Uma das técnicas de enfermagem presas esta semana admitiu ter tido caso com Marcos Vinícius, que teria matado pacientes
23/01/26 às 16:32h
Técnica de enfermagem presa em caso das mortes em hospital diz que colega tentou matá-la na UTI

A técnica de enfermagem Amanda Rodrigues (Foto: Reprodução/Redes sociais).

A técnica de enfermagem Amanda Rodrigues de Sousa, de 28 anos, presa por suspeita de matar pacientes, disse que o seu colega de trabalho Marcos Vinícius Silva Barbosa de Araújo, de 24 anos, tentou assassiná-la enquanto ela se recuperava de uma cirurgia bariátrica no Hospital Anchieta, em Taguatinga (DF). Amanda, Marcos e Marcela Camilly Alves da Silva foram presos essa semana por suspeita de injetar substância letal que causou as mortes de três pessoas internadas no hospital.

Amanda teve que ser internada Unidade de Terapia Intensiva (UTI), no dia 3 de dezembro, após ter infecção causada por uma cirurgia bariátrica. O advogado dela, Liomar Torres, alegou que Amanda recebeu medicação de Marcos e teve aceleração cardíaca muito forte e que a enfermeira chefe de plantão interviu e teria dito: “O Marcus tem que parar de fazer isso de ter acesso e regalia ao ambiente”.

A técnica de enfermagem alegou que começou a trabalhar no Anchieta em janeiro de 2025, e em fevereiro conheceu Marcos Vinícius, com quem ela confirmou ter tido também uma relação extraconjugal. Segundo o advogado, eles terminaram porque Marcos mentia muito no relacionamento.

O advogado de defesa de Amanda também informou que ela disse que não participou nem tinha conhecimento dos crimes e que não estaria trabalhando no dia da morte do carteiro Marcos Raymundo, de 33 anos. Ele mantém que sua cliente é inocente.

Em foto postada em sua rede social, Amanda aparece ao lado de Marcos e Marcela, sentada numa cadeira de rodas, enquanto se recuperava da sua internação.
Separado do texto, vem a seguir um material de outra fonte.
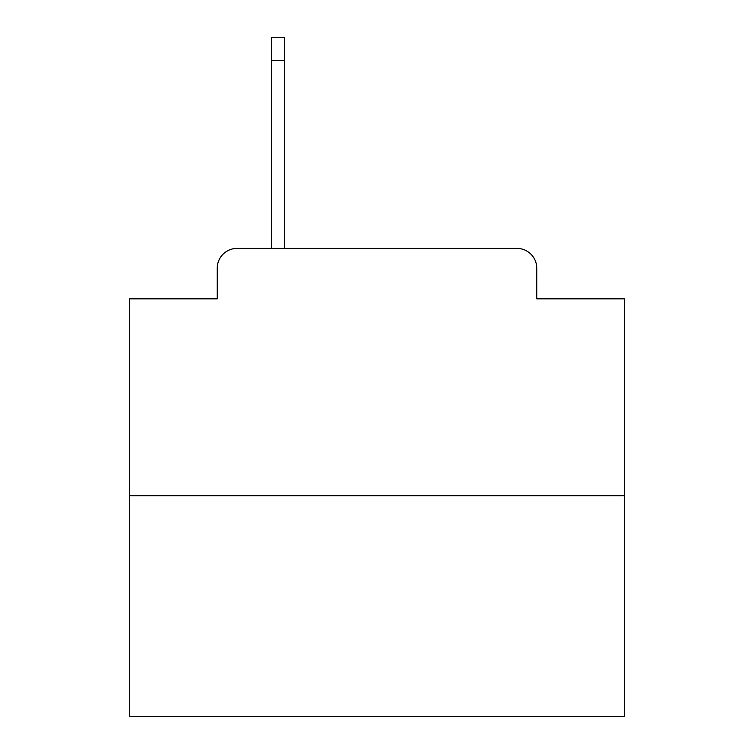 <?xml version="1.0" encoding="UTF-8"?>
<svg xmlns="http://www.w3.org/2000/svg" width="754" height="754" viewBox="0 0 754 754"><rect width="100%" height="100%" fill="white"/><g stroke="black" fill="none" stroke-linecap="round" stroke-linejoin="round"><path stroke-width="1.13" d="M217.246 268.188L217.246 298.848L217.246 268.188A19.783 19.783 0 0 1 237.029 248.405L271.647 248.405L271.647 37.7L284.512 37.7L284.512 248.405L299.838 248.405M624.303 495.708L129.697 495.708L129.697 716.3L624.303 716.3L624.303 298.848L536.754 298.848L536.754 268.188A19.783 19.783 0 0 0 516.971 248.405L237.029 248.405M129.697 495.708L129.697 298.848L217.246 298.848M454.162 248.405L516.971 248.405M536.754 298.848L536.754 268.188M271.647 60.452L284.512 60.452"/></g></svg>
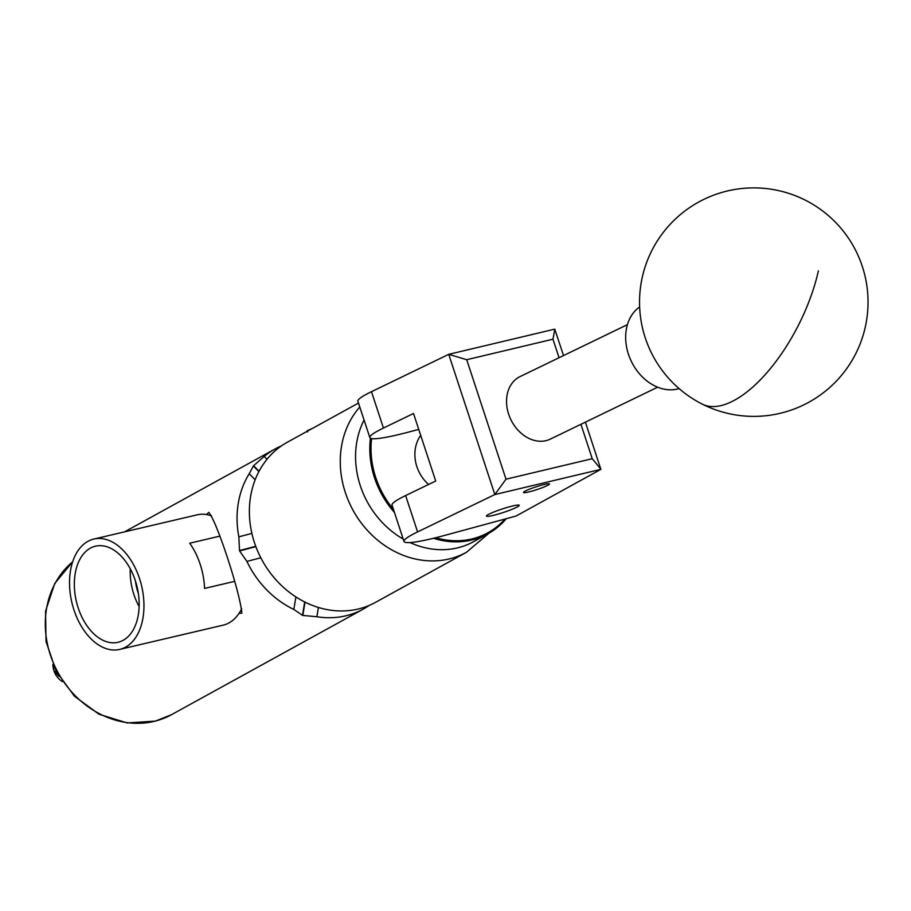 <?xml version="1.0" encoding="UTF-8"?>
<svg xmlns="http://www.w3.org/2000/svg" width="911" height="911" viewBox="0 0 911 911"><rect width="100%" height="100%" fill="white"/><g stroke="black" fill="none" stroke-linecap="round" stroke-linejoin="round"><path stroke-width="1.37" d="M488.307 514.533A17.252 1.833 -18.2 0 1 506.47 507.643A17.252 1.833 -18.2 0 1 519.236 505.309A17.252 1.833 -18.2 0 1 517.391 506.869A17.252 1.833 -18.2 0 1 499.239 513.758A17.252 1.833 -18.2 0 1 486.474 516.082A17.252 1.833 -18.2 0 1 488.307 514.533M524.952 491.234A13.665 1.458 -18.2 0 1 539.346 485.779A13.665 1.458 -18.2 0 1 549.458 483.935A13.665 1.458 -18.2 0 1 548.001 485.164A13.665 1.458 -18.2 0 1 533.618 490.619A13.665 1.458 -18.2 0 1 523.495 492.464A13.665 1.458 -18.2 0 1 524.952 491.234M403.994 541.464A73.119 7.766 161.8 0 0 441.368 536.294L516.047 516.047L600.861 469.347L494.832 494.548L417.591 531.91A73.119 7.766 161.8 0 0 403.994 541.464L392.049 505.115A73.119 7.766 -18.2 0 1 405.634 495.561L435.709 481.008L413.514 413.492L383.44 428.045A73.119 7.766 161.8 0 0 369.843 437.599A73.119 7.766 161.8 0 0 407.217 432.429L418.741 429.4M369.843 437.599L357.898 401.25A73.119 7.766 -18.2 0 1 371.483 391.696L448.736 354.333L554.753 329.144L563.522 355.563M585.409 422.146L600.861 469.347M506.004 479.197L494.832 494.548L448.736 354.333L466.717 359.708L506.004 479.197L592.241 458.7L580.933 424.31M559.047 357.727L552.954 339.211L466.717 359.708M592.241 458.7L600.873 469.188M554.856 329.235L552.954 339.211M639.636 306.961A45.698 35.563 64.2 0 0 626.722 327.345A45.698 35.563 64.2 0 0 639.385 373.704A45.698 35.563 64.2 0 0 679.128 388.61M428.591 484.458A35.825 31.008 -118.8 0 1 419.299 437.508A35.825 31.008 -118.8 0 1 420.7 435.356M505.73 519.338A85.554 74.042 -118.8 0 1 487.932 533.778A85.554 74.042 -118.8 0 1 433.499 538.287M394.463 512.46A85.554 74.042 -118.8 0 1 370.435 438.225M364.07 420.017A85.554 74.042 61.2 0 0 403.197 539.05M410.03 542.569A85.554 74.042 61.2 0 0 473.686 541.624L487.932 533.778M371.608 438.59A84.643 73.244 61.2 0 0 393.45 509.374M435.743 537.741A84.643 73.244 61.2 0 0 504.421 519.68M657.662 387.198L550.312 439.113A34.732 27.023 -115.8 0 1 545.974 440.651A34.732 27.023 -115.8 0 1 509.659 416.919A34.732 27.023 -115.8 0 1 520.067 376.585L627.417 324.658M62.449 681.679A18.277 15.817 -118.8 0 1 53.863 670.485L53.863 670.485A18.277 15.817 -118.8 0 1 52.906 664.347M53.464 665.611L53.863 670.485L59.067 676.395M306.996 431.085A11.991 1.275 -18.2 0 1 307.03 431.04A11.991 1.275 -18.2 0 1 307.428 430.687L307.542 431.939L307.428 430.687L312.746 428.238M369.251 605.394A91.396 79.098 -118.8 0 1 363.261 609.106A91.396 79.098 -118.8 0 1 347.569 615.369A91.396 79.098 -118.8 0 1 316.891 616.736L302.828 615.426L305.014 602.103M91.419 547.613A49.365 31.213 -103.2 0 0 77.367 605.234A49.365 31.213 -103.2 0 0 118.76 642.107A49.365 31.213 -103.2 0 0 122.074 640.866A49.365 31.213 -103.2 0 0 136.456 584.407A49.365 31.213 -103.2 0 0 96.236 546.019A49.365 31.213 -103.2 0 0 91.419 547.613M130.284 568.817A47.201 29.847 -103.2 0 0 139.132 606.555M135.397 580.842A40.038 25.326 -103.2 0 0 138.37 593.505M89.153 540.713A56.664 35.836 76.8 0 1 93.81 539.061A56.664 35.836 76.8 0 1 140.67 582.288A56.664 35.836 76.8 0 1 124.352 647.767A56.664 35.836 76.8 0 1 119.683 649.418A56.664 35.836 76.8 0 1 72.823 606.191A56.664 35.836 76.8 0 1 89.153 540.713M241.677 608.742A56.664 35.836 76.8 0 1 239.024 613.354A56.664 35.836 76.8 0 1 227.739 623.534A56.664 35.836 76.8 0 1 223.081 625.174L119.683 649.418M234.696 581.355L204.565 588.415A56.664 35.836 -103.2 0 0 189.704 543.207L219.836 536.146M211.603 515.911A56.664 35.836 -103.2 0 0 206.546 514.567A56.664 35.836 76.8 0 0 197.209 514.829L93.81 539.061M358.49 403.049L287.409 442.188A91.396 79.098 61.2 0 0 254.431 542.557A91.396 79.098 61.2 0 0 375.583 602.319L466.478 552.271A91.396 79.098 -118.8 0 1 345.326 492.509A91.396 79.098 -118.8 0 1 359.788 407.001M239.024 613.354L241.848 613.16C240.026 592.093 216.419 520.204 208.71 512.381L206.546 514.567M304.695 601.943L302.498 615.324A91.396 79.098 61.2 0 0 302.828 615.426M302.498 615.324L293.843 609.448A91.396 79.098 -118.8 0 1 246.938 561.427L239.604 550.927L255.866 546.634M255.74 546.293L239.491 550.574A91.396 79.098 61.2 0 0 239.604 550.927M239.491 550.574L238.853 536.841A91.396 79.098 -118.8 0 1 249.227 473.72L253.395 465.954L258.883 471.579M259.043 471.283L253.6 465.703A91.396 79.098 61.2 0 0 253.395 465.954M253.6 465.703L264.19 456.422A91.396 79.098 -118.8 0 1 275.088 448.964A91.396 79.098 -118.8 0 1 281.431 445.889M264.19 456.422L266.991 459.292M318.417 607.443L316.891 616.736M238.853 536.841L251.88 533.402M255.148 479.79L249.227 473.72M293.843 609.448L295.904 596.921M260.797 557.771L246.938 561.427M307.827 430.937L309.193 429.787M383.44 428.045L371.483 391.696M417.591 531.91L405.634 495.561M818.385 270.886A114.251 50.253 116.8 0 1 731.487 401.785A114.251 50.253 116.8 0 1 702.21 404.085A114.251 114.251 0 0 0 868.035 303.147A114.251 114.251 0 0 0 651.843 250.559A114.251 114.251 0 0 0 702.21 404.085M72.652 561.814A91.396 79.098 61.2 0 0 57.04 670.735A91.396 79.098 61.2 0 0 155.804 720.954A91.396 79.098 61.2 0 0 171.507 714.679L155.405 721.113L127.187 722.947L99.117 714.281L74.474 696.255L56.083 671.02L46.04 641.515L45.55 611.144L54.751 583.461L72.675 561.768M363.261 609.106L171.507 714.679M275.088 448.964L124.534 531.865M466.478 552.271L489.025 533.163"/></g></svg>
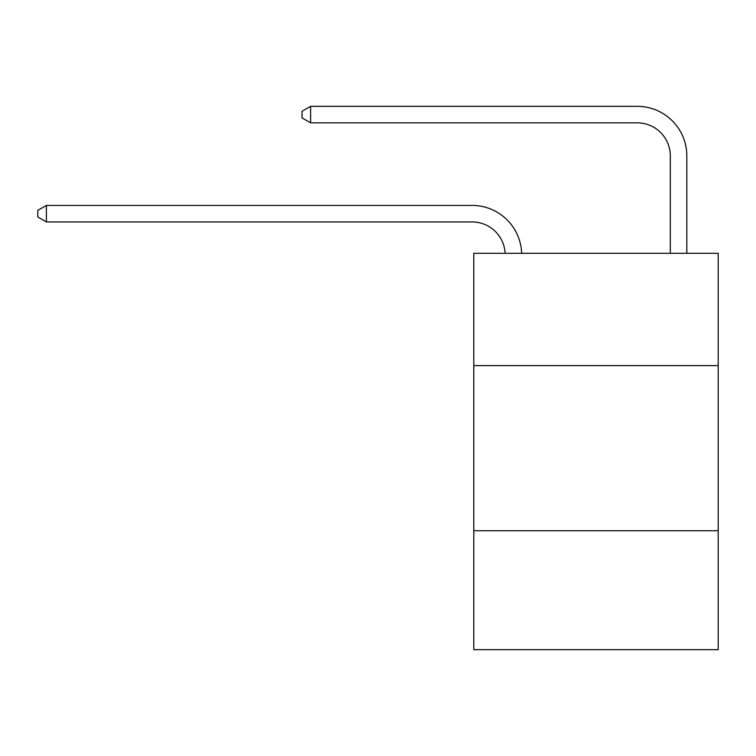 <?xml version="1.0" encoding="UTF-8"?>
<svg xmlns="http://www.w3.org/2000/svg" width="756" height="756" viewBox="0 0 756 756"><rect width="100%" height="100%" fill="white"/><g stroke="black" fill="none" stroke-linecap="round" stroke-linejoin="round"><path stroke-width="1.13" d="M718.2 365.611L718.2 253.317L473.785 253.317L473.785 365.611L718.2 365.611L718.2 649.669L473.785 649.669L473.785 365.611M718.2 530.759L473.785 530.759M505.121 253.317A33.028 33.028 0 0 0 472.131 221.933A33.028 33.028 0 0 1 505.121 253.317A33.028 33.028 0 0 0 472.131 221.933A33.028 33.028 0 0 1 505.121 253.317A33.028 33.028 0 0 0 472.131 221.933A33.028 33.028 0 0 1 505.121 253.317A33.028 33.028 0 0 0 472.131 221.933A33.028 33.028 0 0 1 505.121 253.317A33.028 33.028 0 0 0 472.131 221.933A33.028 33.028 0 0 1 505.121 253.317A33.028 33.028 0 0 0 472.131 221.933A33.028 33.028 0 0 1 505.121 253.317A33.028 33.028 0 0 0 472.131 221.933A33.028 33.028 0 0 1 505.121 253.317A33.028 33.028 0 0 0 472.131 221.933A33.028 33.028 0 0 1 505.121 253.317A33.028 33.028 0 0 0 472.131 221.933A33.028 33.028 0 0 1 505.121 253.317A33.028 33.028 0 0 0 472.131 221.933A33.028 33.028 0 0 1 505.121 253.317A33.028 33.028 0 0 0 472.131 221.933A33.028 33.028 0 0 1 505.121 253.317A33.028 33.028 0 0 0 472.131 221.933A33.028 33.028 0 0 1 505.121 253.317A33.028 33.028 0 0 0 472.131 221.933A33.028 33.028 0 0 1 505.121 253.317A33.028 33.028 0 0 0 472.131 221.933A33.028 33.028 0 0 1 505.121 253.317A33.028 33.028 0 0 0 472.131 221.933A33.028 33.028 0 0 1 505.121 253.317A33.028 33.028 0 0 0 472.131 221.933A33.028 33.028 0 0 1 505.121 253.317A33.028 33.028 0 0 0 472.131 221.933A33.028 33.028 0 0 1 505.121 253.317A33.028 33.028 0 0 0 472.131 221.933L46.39 221.933L37.8 216.981L37.8 210.376L46.39 205.424L472.131 205.424A49.546 49.546 0 0 1 521.649 253.317M670.307 253.317L670.307 155.878A33.028 33.028 0 0 0 637.28 122.85L310.621 122.85L302.031 117.898L302.031 111.293L310.621 106.331L637.28 106.331A49.546 49.546 0 0 1 686.826 155.878L686.826 253.317M46.39 205.424L472.131 205.424L46.39 205.424L472.131 205.424L46.39 205.424L472.131 205.424L46.39 205.424L472.131 205.424L46.39 205.424L472.131 205.424L46.39 205.424L472.131 205.424L46.39 205.424L472.131 205.424L46.39 205.424L472.131 205.424L46.39 205.424L472.131 205.424L46.39 205.424L472.131 205.424L46.39 205.424L472.131 205.424L46.39 205.424L472.131 205.424L46.39 205.424L472.131 205.424L46.39 205.424L472.131 205.424L46.39 205.424L472.131 205.424L46.39 205.424L472.131 205.424L46.39 205.424L472.131 205.424L46.39 205.424L46.39 221.933M670.307 155.878A33.028 33.028 0 0 0 637.28 122.85A33.028 33.028 0 0 1 670.307 155.878A33.028 33.028 0 0 0 637.28 122.85A33.028 33.028 0 0 1 670.307 155.878A33.028 33.028 0 0 0 637.28 122.85A33.028 33.028 0 0 1 670.307 155.878A33.028 33.028 0 0 0 637.28 122.85A33.028 33.028 0 0 1 670.307 155.878A33.028 33.028 0 0 0 637.28 122.85A33.028 33.028 0 0 1 670.307 155.878A33.028 33.028 0 0 0 637.28 122.85A33.028 33.028 0 0 1 670.307 155.878A33.028 33.028 0 0 0 637.28 122.85A33.028 33.028 0 0 1 670.307 155.878A33.028 33.028 0 0 0 637.28 122.85A33.028 33.028 0 0 1 670.307 155.878A33.028 33.028 0 0 0 637.28 122.85A33.028 33.028 0 0 1 670.307 155.878A33.028 33.028 0 0 0 637.28 122.85A33.028 33.028 0 0 1 670.307 155.878A33.028 33.028 0 0 0 637.28 122.85A33.028 33.028 0 0 1 670.307 155.878A33.028 33.028 0 0 0 637.28 122.85A33.028 33.028 0 0 1 670.307 155.878A33.028 33.028 0 0 0 637.28 122.85A33.028 33.028 0 0 1 670.307 155.878A33.028 33.028 0 0 0 637.28 122.85A33.028 33.028 0 0 1 670.307 155.878A33.028 33.028 0 0 0 637.28 122.85A33.028 33.028 0 0 1 670.307 155.878A33.028 33.028 0 0 0 637.28 122.85A33.028 33.028 0 0 1 670.307 155.878A33.028 33.028 0 0 0 637.28 122.85A33.028 33.028 0 0 1 670.307 155.878M310.621 106.331L637.28 106.331L310.621 106.331L637.28 106.331L310.621 106.331L637.28 106.331L310.621 106.331L637.28 106.331L310.621 106.331L637.28 106.331L310.621 106.331L637.28 106.331L310.621 106.331L637.28 106.331L310.621 106.331L637.28 106.331L310.621 106.331L637.28 106.331L310.621 106.331L637.28 106.331L310.621 106.331L637.28 106.331L310.621 106.331L637.28 106.331L310.621 106.331L637.28 106.331L310.621 106.331L637.28 106.331L310.621 106.331L637.28 106.331L310.621 106.331L637.28 106.331L310.621 106.331L637.28 106.331L310.621 106.331L310.621 122.85"/></g></svg>

Na legenda da postagem, ela escreve:

“Foram dias difíceis com muitos esforços. Também com muitos sorrisos e lágrimas, mas em todos eles estive nas mãos da MINHA equipe UTI Anchieta, daqueles que não me deixaram enfraquecer. Estou de alta como paciente, mas retorno em breve para somar novamente em equipe. Faltaram muitas pessoas nas fotos, mas registro aqui minha total GRATIDÃO a TODOS. Esse é o meu time”.

Foto: Reprodução/Redes sociais.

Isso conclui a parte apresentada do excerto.